B of A, Allstate Settle $700M Mortgage Securities Suit

Bank of America Corp.'s Countrywide unit and insurer Allstate Corp. settled a 2010 lawsuit over $700 million in devalued mortgage-backed securities. Terms of the accord weren’t revealed.

Lawyers for the companies asked U.S. District Judge Mariana Pfaelzer in Los Angeles today to dismiss the case. Two years ago, she ruled that Allstate couldn't hold Bank of America liable as the parent company of the mortgage lender it acquired in 2008.

Bank of America is resolving a series of lawsuits against Countrywide, the largest U.S. home-lender in the run-up to the housing market collapse and 2008 financial crisis. The unit was accused of extending mortgages to unqualified borrowers and misleading investors as to the health of securities they backed.

Bank of America last month agreed to a $9.5 billion settlement with the Federal Housing Finance Agency, the conservator of Fannie Mae and Freddie Mac, which had bought $26.6 billion in mortgage-backed securities that Countrywide sold between 2005 and 2008.

B of A's Countrywide unit last year settled a class-action, or group, lawsuit by investors who said the lender duped them into buying $500 million worth of the securities. In a separate $8.5 billion settlement, the Charlotte-based bank resolved investor claims it failed to buy back delinquent mortgages packaged in the securities.

Marc Raybin, a spokesman for Northbrook, Ill.-based Allstate, declined to comment on the terms of the accord.

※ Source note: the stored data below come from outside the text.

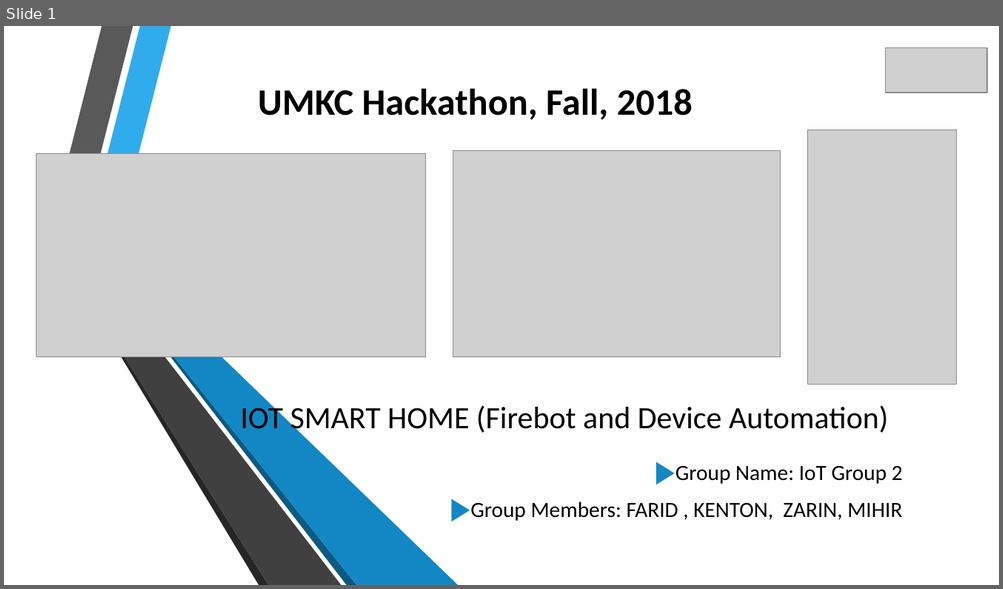
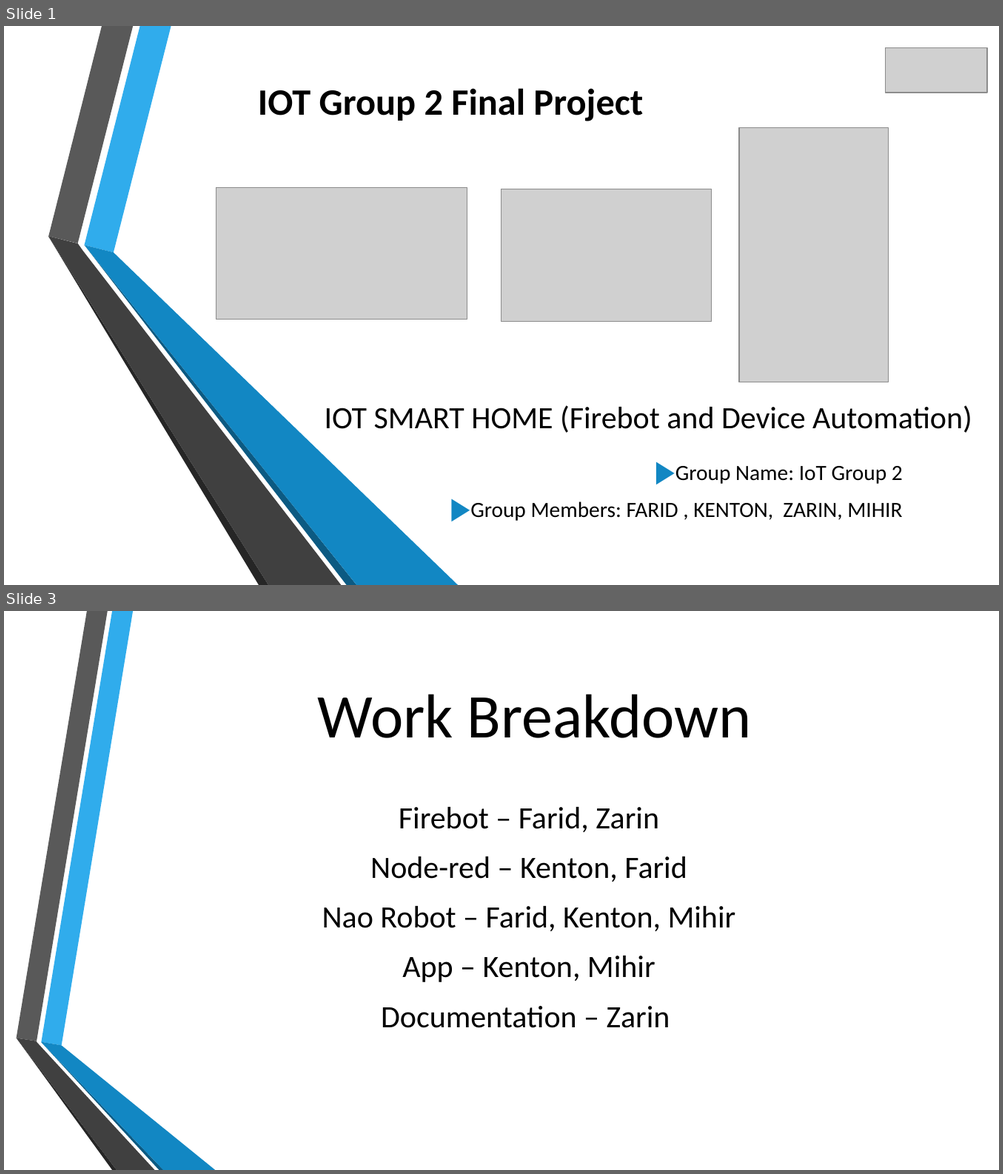
Before and after one commit to farid7666/CS5690-IoT-Robot, a slide deck: Project/Documentation/IOT-SMART-HOME-Firebot-and-Device-Automation.pptx. Shown one above the other, each under a label of ours: slide 1 before the commit, slides 1 and 3 after it; the slides between them are not shown. The pictures are 1003x589 and 1003x1174 pixels, drawn with LibreOffice and Linux fonts; fonts in the diff are those of the drawing; grey boxes stand for pictures; background and template pictures are left out. Boxes give left, top, right and bottom in pixels: in the first picture for what was removed or moved away, otherwise in the second. Text is boxed around its words. In the diff, an @@ line names an element or a change of style, - is before the commit and + after.

```diff
--- a/Project/Documentation/IOT-SMART-HOME-Firebot-and-Device-Automation.pptx
+++ b/Project/Documentation/IOT-SMART-HOME-Firebot-and-Device-Automation.pptx
@@ slide 3 added at <box>4,611,999,1170</box>, background picture (left out) @@
@@ title added at <box>318,694,751,738</box>, 60 pt, text #000000 @@
+Work Breakdown
@@ text added at <box>322,807,736,1028</box>, 30 pt, text #000000 @@
+Firebot – Farid, Zarin
+Node-red – Kenton, Farid
+Nao Robot – Farid, Kenton, Mihir
+App – Kenton, Mihir
+Documentation – Zarin
@@ group added at <box>16,611,215,1170</box>: 6 freeform shapes @@
@@ slide 1 changed as well @@
@@ text at <box>258,88,643,121</box>: text changed @@
-UMKC Hackathon, Fall, 2018
+IOT Group 2 Final Project
@@ picture: place and size @@
-picture at <box>808,130,956,384</box>
+picture at <box>739,128,888,383</box>
@@ picture: place and size @@
-picture at <box>37,153,427,358</box>
+picture at <box>216,188,466,319</box>
@@ picture: place and size @@
-picture at <box>453,150,781,358</box>
+picture at <box>502,189,711,321</box>
@@ title "IOT SMART HOME (Firebot and ..." rewrapped from <box>240,403,888,437</box> to <box>324,406,972,433</box> @@
```
Also in this commit, not shown: 1 other slide changed, 16 other slides added, 3 slides removed.

"The parties have resolved the litigation on mutually agreeable terms," Raybin said in an emailed statement.

Lawrence Grayson, a spokesman for Bank of America, declined to comment on the Allstate settlement.

Bank of America rose 6 cents to $16.44 in New York, Allstate rose 14 cents to $55.89.

Allstate sued Bank of America and Countrywide in federal court in New York in December 2010, after Pfaelzer had trimmed the main class-action case against Countrywide to a narrow group of securities that had been part of the very first investor lawsuits over the downgraded securities and that didn't include Allstate’s investments.

A federal judge in New York in June 2011 sent the litigation to Los Angeles, where Pfaelzer has been handling consolidated Countrywide securities cases since 2007. In 2011, Pfaelzer dismissed Allstate's federal securities claims, saying they had been filed too late.

The judge had allowed Allstate to pursue state-law claims that allege Countrywide committed fraud by not telling investors mortgages packaged in the securities didn't meet the home lender's underwriting standards.

Countrywide, based in Calabasas, Calif., was the biggest U.S. residential lender, originating or purchasing about $1.4 trillion in mortgages from 2005 to 2007. The bulk of them were sold to investors as mortgage-backed securities.